From: Dan Fabulich (daniel.fabulich@yale.edu)
Date: Sun Oct 25 1998 - 12:37:01 MST
Two responses:
Hal Finney wrote:
>It may be true that you can get the effect of FTL travel by moving through
>the gateways, but there are restrictions on the parts of spacetime you
>can visit because the gateways themselves don't move FTL. Therefore
>you don't have "arbitrary" FTL travel and the premise fails.
You know what? You're absolutely right. :)
This would probably have some really awful effects on whomever is within
that light cone! Anyone who could have been reached by light emitted by
the inventor could travel instantly to any time since the gateway's
invention, as well as any other time/place within the light cone. Eep!
Brian D Williams wrote:
> I wouldn't be easy to convince, but we were arguing something
>different. Dan's postulate (if I understood him) was that since no
>visitor has returned from the future this proves time travel is
>impossible. I guess to make it clearer there are at least two
>possibilities. 1) time travel (backward) is impossible 2) The
>future isn't here yet. So the lack of the visitor doesn't prove 1
>because 2 is also possible.
At first I thought I understood you, but now I can't make sense of what you
might mean by "the future isn't here yet."
If we find that no time travellers have travelled back to any time within
the last week (time period A), then no time traveller will travel back into
A. We know this because if the traveller did travel into A, then they
would appear in A, and this would contradict our earlier finding that no
traveller appeared in A. This isn't faulty logic here as far as I can tell.

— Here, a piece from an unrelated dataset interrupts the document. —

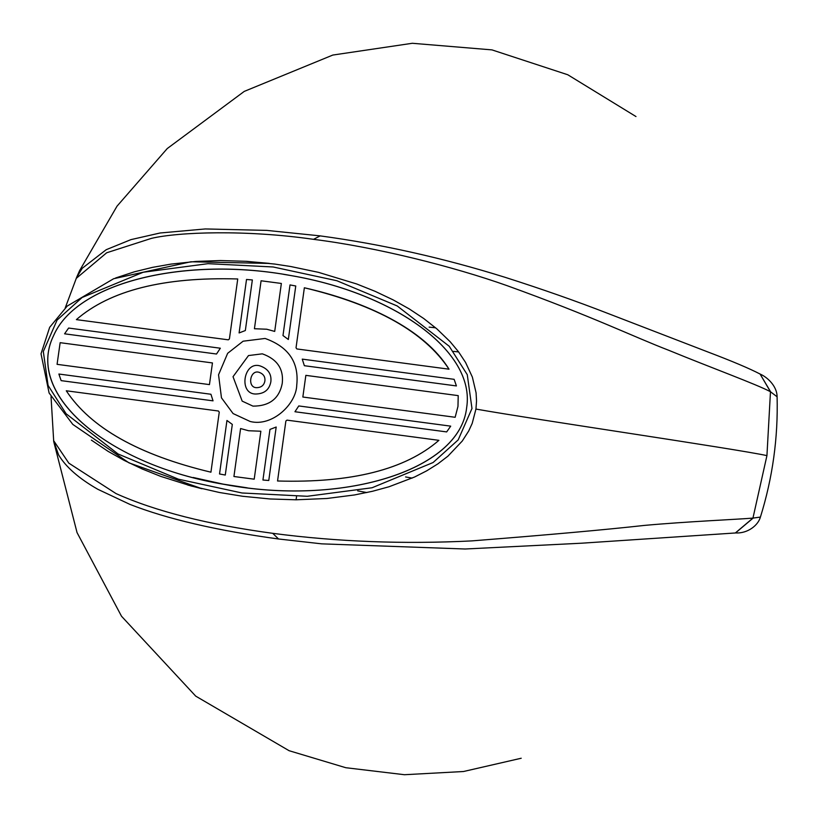 <?xml version="1.0" encoding="UTF-8"?>
<svg xmlns="http://www.w3.org/2000/svg" width="818" height="818" viewBox="0 0 818 818"><rect width="100%" height="100%" fill="white"/><g stroke="black" fill="none" stroke-linecap="round" stroke-linejoin="round"><path stroke-width="1.23" d="M264.889 380.943C264.03 385.431 261.157 387.671 256.269 387.671C247.067 387.313 250.073 369.419 259.02 372.292C263.386 373.846 265.339 376.73 264.889 380.943C265.339 376.73 263.386 373.846 259.02 372.292C250.073 369.419 247.067 387.313 256.269 387.671C261.157 387.671 264.03 385.431 264.889 380.943M270.86 381.74C271.678 374.051 268.11 368.785 260.155 365.943C243.836 360.697 238.345 393.356 255.134 394.02C264.061 394.02 269.306 389.93 270.86 381.74C269.306 389.93 264.061 394.02 255.134 394.02C238.345 393.356 243.836 360.697 260.155 365.943C268.11 368.785 271.678 374.051 270.86 381.74M282.261 383.253C279.367 398.509 269.603 406.137 252.966 406.127L242.179 401.127L233.028 376.709L248.498 355.564L262.322 353.836C277.149 359.122 283.795 368.928 282.261 383.253C283.795 368.928 277.149 359.122 262.322 353.836L248.498 355.564L233.028 376.709L242.179 401.127L252.966 406.127C269.603 406.137 279.367 398.509 282.261 383.253M296.74 385.186C299.173 362.435 288.621 346.863 265.073 338.458L243.12 341.198L227.649 353.315L218.549 374.777L221.473 397.845L233.079 413.56L250.216 421.505C272.435 427.098 296.331 403.836 296.74 385.186C299.173 362.435 288.621 346.863 265.073 338.458L243.12 341.198L227.649 353.315L218.549 374.777L221.473 397.845L233.079 413.56L250.216 421.505C272.435 427.098 296.331 403.836 296.74 385.186M76.166 278.447L106.677 252.772L151.442 238.365C178.6 231.934 246.382 229.633 313.529 239.337C376.761 247.302 453.213 266.535 507.15 285.686C593.275 316.781 632.529 336.331 668.889 350.349C709.973 367.262 757.335 384.603 770.474 391.75L760.075 374.02L759.155 373.519M91.35 440.104L108.078 451.352L124.193 460.411L142.25 468.99L160.706 476.373L191.3 486.025L219.388 492.487L242.609 496.27L269.991 498.97L296.065 499.798L326.955 498.479L354.46 494.962L372.446 491.291L389.041 486.751L414.562 477.027L426.659 470.851L437.886 463.857L447.927 456.158L462.252 441.055L468.704 430.984L472.201 423.407L475.943 409.072C534.727 419.501 734.871 448.683 766.936 455.616L770.474 391.75L777.1 396.781C777.049 385.789 766.865 376.955 760.28 374.143L759.401 373.652M475.943 409.072L476.536 401.014L476.076 392.783L472.364 377.078L465.565 362.446L458.54 351.812L450.176 341.74L436.924 328.928L423.714 318.509L409.337 308.979L393.213 299.92L375.155 291.341L356.72 283.979L318.447 272.333L290.707 266.515L274.828 264.071L246.903 261.341L220.502 260.543L196.126 261.423L171.054 264.091L152.588 267.353L134.377 271.811L115.583 277.997M766.936 455.616L752.949 518.101C738.582 519.328 685.658 521.628 644.318 525.422C605.729 529.706 548.203 534.87 471.741 540.903C403.744 544.328 337.405 541.802 272.731 533.326C207.884 524.573 155.645 511.332 116.023 493.581L68.855 463.172L53.61 440.605M753.133 518.08L735.525 532.927C747.713 533.704 758.286 525.187 760.392 517.078L752.949 518.101L735.372 532.958M466.659 407.589C459.798 471.945 339.327 506.301 224.02 484.348C110.767 465.514 24.305 395.932 53.426 335.983C76.463 281.678 186.801 256.024 291.269 275.615C393.673 293.11 475.677 351.045 466.659 407.589C459.828 471.73 339.439 506.322 224.449 484.338C110.297 465.698 23.702 395.217 53.804 335.175C77.608 281.341 187.649 256.208 291.617 275.686C393.724 293.273 475.718 351.137 466.659 407.589M233.928 476.505L254.204 479.184L260.86 431.229L248.56 430.738L240.584 428.54L233.928 476.505L254.204 479.184L260.86 431.229L248.56 430.738L240.584 428.54L233.928 476.505M262.936 480.023L268.774 480.483L276.187 427.027L269.96 429.419L262.936 480.023L268.774 480.483L276.187 427.027L269.96 429.419L262.936 480.023M60.143 342.681L57.076 364.337L209.449 384.603L212.455 362.936L60.143 342.681L57.076 364.337L209.449 384.603L212.455 362.936L60.143 342.681M281.361 283.457L261.085 280.779L254.429 328.734L266.729 329.225L274.705 331.423L281.361 283.457L261.085 280.779L254.429 328.734L266.729 329.225L274.705 331.423L281.361 283.457M457.968 406.434L458.223 395.626L305.85 375.36L302.844 397.027L455.145 417.282L457.968 406.434L458.223 395.626L305.85 375.36L302.844 397.027L455.145 417.282L457.968 406.434M277.547 480.994C351.443 483.141 405.227 469.583 438.908 440.34L286.975 420.135L285.871 421.035L277.547 480.994C351.423 483.121 405.207 469.563 438.908 440.34L286.975 420.135L285.871 421.035L277.547 480.994M446.669 431.914L450.708 426.147L298.774 405.943L294.95 411.74L446.669 431.914L450.708 426.147L298.774 405.943L294.95 411.74L446.669 431.914M456.413 385.932L454.133 379.327L302.251 359.122L304.357 365.707L456.413 385.932L454.133 379.327L302.251 359.122L304.357 365.707L456.413 385.932M449.01 369.184C424.634 332.118 376.413 304.981 304.357 287.772L296.034 347.793L296.852 348.949L449.01 369.184C424.174 328.897 366.004 301.75 304.357 287.772L296.034 347.793L296.852 348.949L449.01 369.184M295.758 285.993L290.012 284.92L282.987 335.554L288.335 339.49L295.758 285.993L290.012 284.92L282.987 335.554L288.335 339.49L295.758 285.993M252.353 279.94L246.515 279.48L239.101 332.936L245.339 330.544L252.353 279.94L246.515 279.48L239.101 332.936L245.339 330.544L252.353 279.94M237.741 278.969C163.835 276.821 110.052 290.38 76.381 319.623L228.314 339.828L229.418 338.928L237.741 278.969C163.876 276.842 110.082 290.4 76.381 319.623L228.314 339.828L229.418 338.928L237.741 278.969M68.62 328.049L64.581 333.816L216.514 354.02L220.339 348.223L68.62 328.049L64.581 333.816L216.514 354.02L220.339 348.223L68.62 328.049M58.876 374.031L61.156 380.636L213.038 400.84L210.932 394.256L58.876 374.031L61.156 380.636L213.038 400.84L210.932 394.256L58.876 374.031M66.278 390.779C90.655 427.845 138.866 454.982 210.932 472.19L219.255 412.17L218.437 411.014L66.278 390.779C90.675 427.824 138.886 454.961 210.932 472.19L219.255 412.17L218.437 411.014L66.278 390.779M219.531 473.97L225.277 475.043L232.312 424.409L226.954 420.472L219.531 473.97L225.277 475.043L232.312 424.409L226.954 420.472L219.531 473.97M291.821 275.717L283.539 274.327M193.191 477.487L224.572 484.45M295.85 276.464L291.617 275.686M224.449 484.338L247.24 487.835M313.529 239.337L320.175 235.881M770.648 391.842L760.075 374.031C749.462 368.499 732.161 361.188 708.183 352.088L607.835 313.406C576.496 301.208 542.242 289.173 505.074 277.312C443.274 258.018 381.587 244.204 320.022 235.86L266.719 230.39L205.257 228.948L160.083 232.997L130.962 239.623L106.217 249.694L82.25 268.273L76.442 277.762M453.469 351.372L458.642 351.944M412.19 478.101L405.575 476.945M296.085 499.798L296.545 496.485M278.549 538.99L272.731 533.326M471.976 408.489L458.182 439.9L433.111 462.518L372.088 487.753L307.282 496.281L242.016 492.988L178.436 479.195L118.109 454L66.105 413.755L48.078 385.411L43.313 351.515L57.076 320.094L82.148 297.476L143.191 272.251L208.017 263.672L273.192 266.985L336.883 280.738L397.251 305.983L449.235 346.27L467.262 374.664L471.976 408.489M429.133 327.128L435.616 327.803M635.985 116.555L567.774 74.755L491.966 49.888L412.323 43.282L332.824 55.051L244.265 91.391L167.24 148.559L117.035 206.156L79.643 270.533L76.912 276.709M76.769 277.057L65.236 307.895M51.033 396.638L53.712 441.423M53.732 441.618L77.045 532.6L121.524 616.251L195.717 696.128L289.081 750.699L345.799 767.713L404.47 774.718L463.469 771.517L521.209 758.245M201.76 488.683L187.731 485.033M245.604 261.29L269.153 263.365M53.651 441.014L58.62 454.941C65.941 467.098 79.019 478.561 97.853 489.307L129.847 504.358C167.097 518.97 216.606 530.504 278.355 538.97M278.325 538.96L321.76 543.858L465.166 549.001L581.424 543.213L735.188 532.988M357.66 490.861L366.893 492.559M760.413 517.088C772.611 477.906 778.174 437.804 777.1 396.781M269.449 263.437L190.911 261.77L113.671 278.713L67.229 306.055L49.683 327.302L41.023 353.805L49.1 392.988L72.802 424.409L129.009 462.876L201.964 488.724"/></g></svg>

Another way of putting it: Suppose I experience time period A. At the
very instant time period A ends, (call it instant B,) I either write a Y on
a certain piece of paper if a visitor showed up, or I write the letter N if
there wasn't. Now imagine that I live through A and at instant B I write
an N. Many years later, a time traveller decides to go back to time period
A. Assume that I can find and identify time travellers perfectly. (This
is a false assumption, obviously, but that isn't what we're debating here.)
Here's the question: Did write Y or N at instant B?
First we note that it is not sensical to ask the question before instant B.
We also note that after that instant, the question has a definite yes/no
answer. It's not possible for me to have put N on the page and then,
later, for me to have put a Y on the page at instant B. Instant B is an
instant. The events that take place during an instant in the past do not
change in the future.
I would answer the question thus: when the time traveller came back, and I
identified the traveller, it would revise all of the history to follow. I
*would* have noticed a time traveller in time period A, and at instant B I
would have put a Y instead of an N.
However, in this case, at NO time in the past did the page have an N. It
might have an N in some alternate universe/history/world, but not this one.
In this universe, there would never have been a time in which the page
said N.
In other words: if arbitrary time travel is possible in the future, and the
time traveller returns to my past/present, and I can identify time
travellers, I would always have remembered seeing one. (I have an N on my
page.) It has nothing to do with whether the future is "here" or not.
When the future happens, the past would be altered. We can look at the
past, which will not change in the future, to see what effects if any the
future may have on the past.
-Dan
"Decay is inherent in all compounded things. Strive unceasingly."